A bay horse is a black based horse with the agouti gene present. It can be red bay (no lighter muzzle and flank) or brown (lighter muzzle and flank) which is still bay just a different variation. Pangere is a totally different gene and you can have a bay with pangere is my understanding but that is a bay with pangere not a brown. Let's see if this pic will copy it is from wikipedia and shows the underside of a bay with pangere.


----------



## LuvMyPerlinoQH (Jun 21, 2011)

QtrBel said:


> A bay horse is a black based horse with the agouti gene present. It can be red bay (no lighter muzzle and flank) or brown (lighter muzzle and flank) which is still bay just a different variation. Pangere is a totally different gene and you can have a bay with pangere is my understanding but that is a bay with pangere not a brown.

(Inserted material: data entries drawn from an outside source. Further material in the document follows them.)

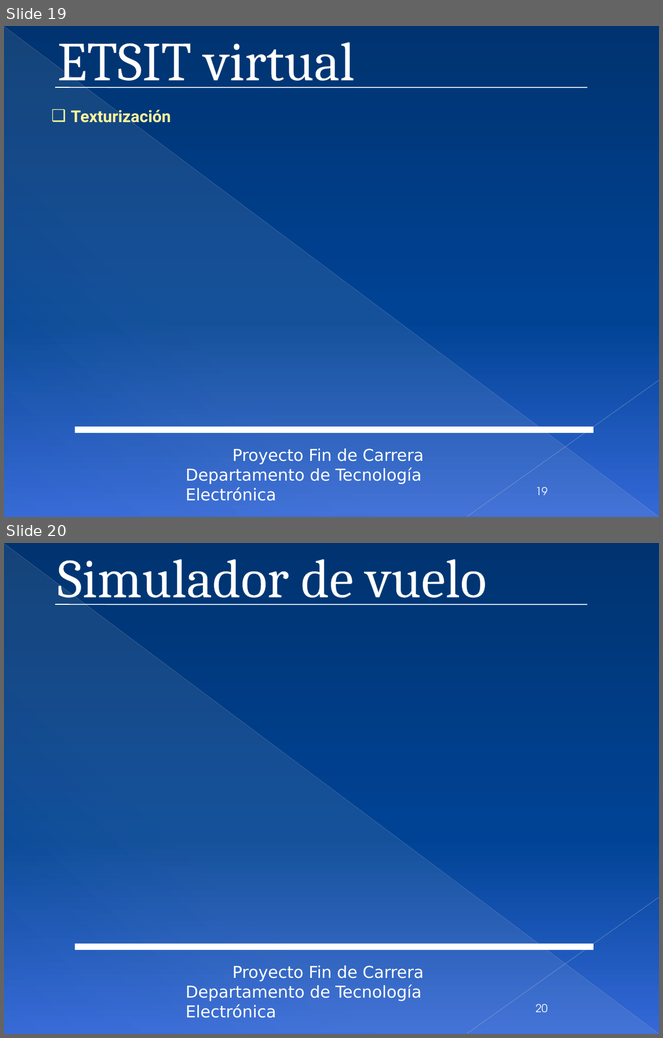
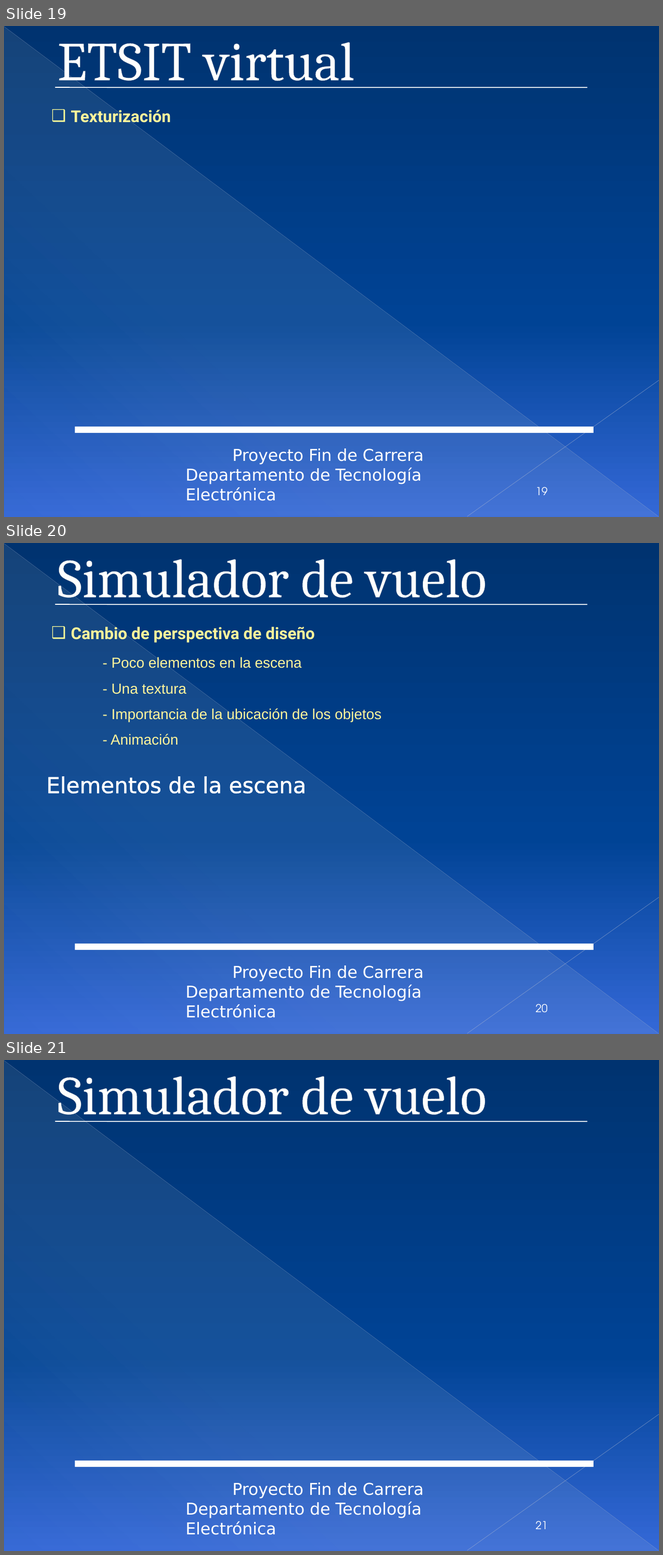
Before and after one commit to mjromper/test, a slide deck: DOCUMENTACION/presentacion/presentacionPFC27.pptx. Shown one above the other, each under a label of ours: slides 19 and 20 before the commit, slides 19, 20 and 21 after it. The pictures are 663x1038 and 663x1555 pixels, drawn with LibreOffice and Linux fonts; fonts in the diff are those of the drawing; background and template pictures are left out. Boxes give left, top, right and bottom in pixels: in the first picture for what was removed or moved away, otherwise in the second. Text is boxed around its words. In the diff, an @@ line names an element or a change of style, - is before the commit and + after.

```diff
--- a/DOCUMENTACION/presentacion/presentacionPFC27.pptx
+++ b/DOCUMENTACION/presentacion/presentacionPFC27.pptx
@@ slide 20 added at box(4, 543, 659, 1034), background gradient #003371 to #004396 to #3566D7; not listed: 5 template elements that a slide beside it also shows @@
@@ title added at box(58, 559, 487, 609), 60.3 pt, text #FFFFFF @@
+Simulador de vuelo
@@ line added from (55, 604) to (588, 604), #FFFFFF 1 pt @@
@@ text added at box(71, 627, 315, 643), 18 pt, text #FDF49B, bold @@
+❑ Cambio de perspectiva de diseño
@@ text added at box(112, 657, 302, 671), 16 pt, text #FDF49B @@
+- Poco elementos en la escena
@@ text added at box(112, 683, 187, 694), 16 pt, text #FDF49B @@
+- Una textura
@@ text added at box(112, 708, 382, 722), 16 pt, text #FDF49B @@
+- Importancia de la ubicación de los objetos
@@ text added at box(111, 734, 178, 745), 16 pt, text #FDF49B @@
+- Animación
@@ text added at box(46, 776, 307, 794), 24 pt, text #FFFFFF @@
+Elementos de la escena
@@ page number added at box(536, 1004, 548, 1013), 12 pt, text #FFFFFF @@
+20
@@ what was slide 20 is now slide 21 @@
@@ page number at box(536, 1521, 548, 1530): text changed @@
-20
+21
```
Also in this commit, not shown: 6 slides changed, 1 other slide added, 1 slide removed.

Let's see if this pic will copy it is from wikipedia and shows the underside of a bay with pangere.


 
But with the advances in the testing with PetDNA are we sure that standard pangere bay isn't really just another brown that has yet to be test verified?


----------



## DraftyAiresMum (Jun 1, 2011)

Pangere and brown look completely different. 

Pangere expresses as very light tan, almost beige, coloring on the soft points of a horse (like the one QrtrBel posted). It is visible regardless of season.

Brown expresses as a more cinnamon/orange color and is often seasonal. My friend has an Arab gelding who is brown. He looks a deep, mahogany bay color in summer (almost maroon) with a slightly orange muzzle. In winter, he is often almost black with very visible orange soft points.

Pangere is a completely different gene than agouti (of which bay and brown are versions, along with wild bay). We know this because pangere often expresses on red-based horses, whereas bay cannot express on a red-based horse, as bay restricts black (and since black is dominant, red-based horses have no black to restrict).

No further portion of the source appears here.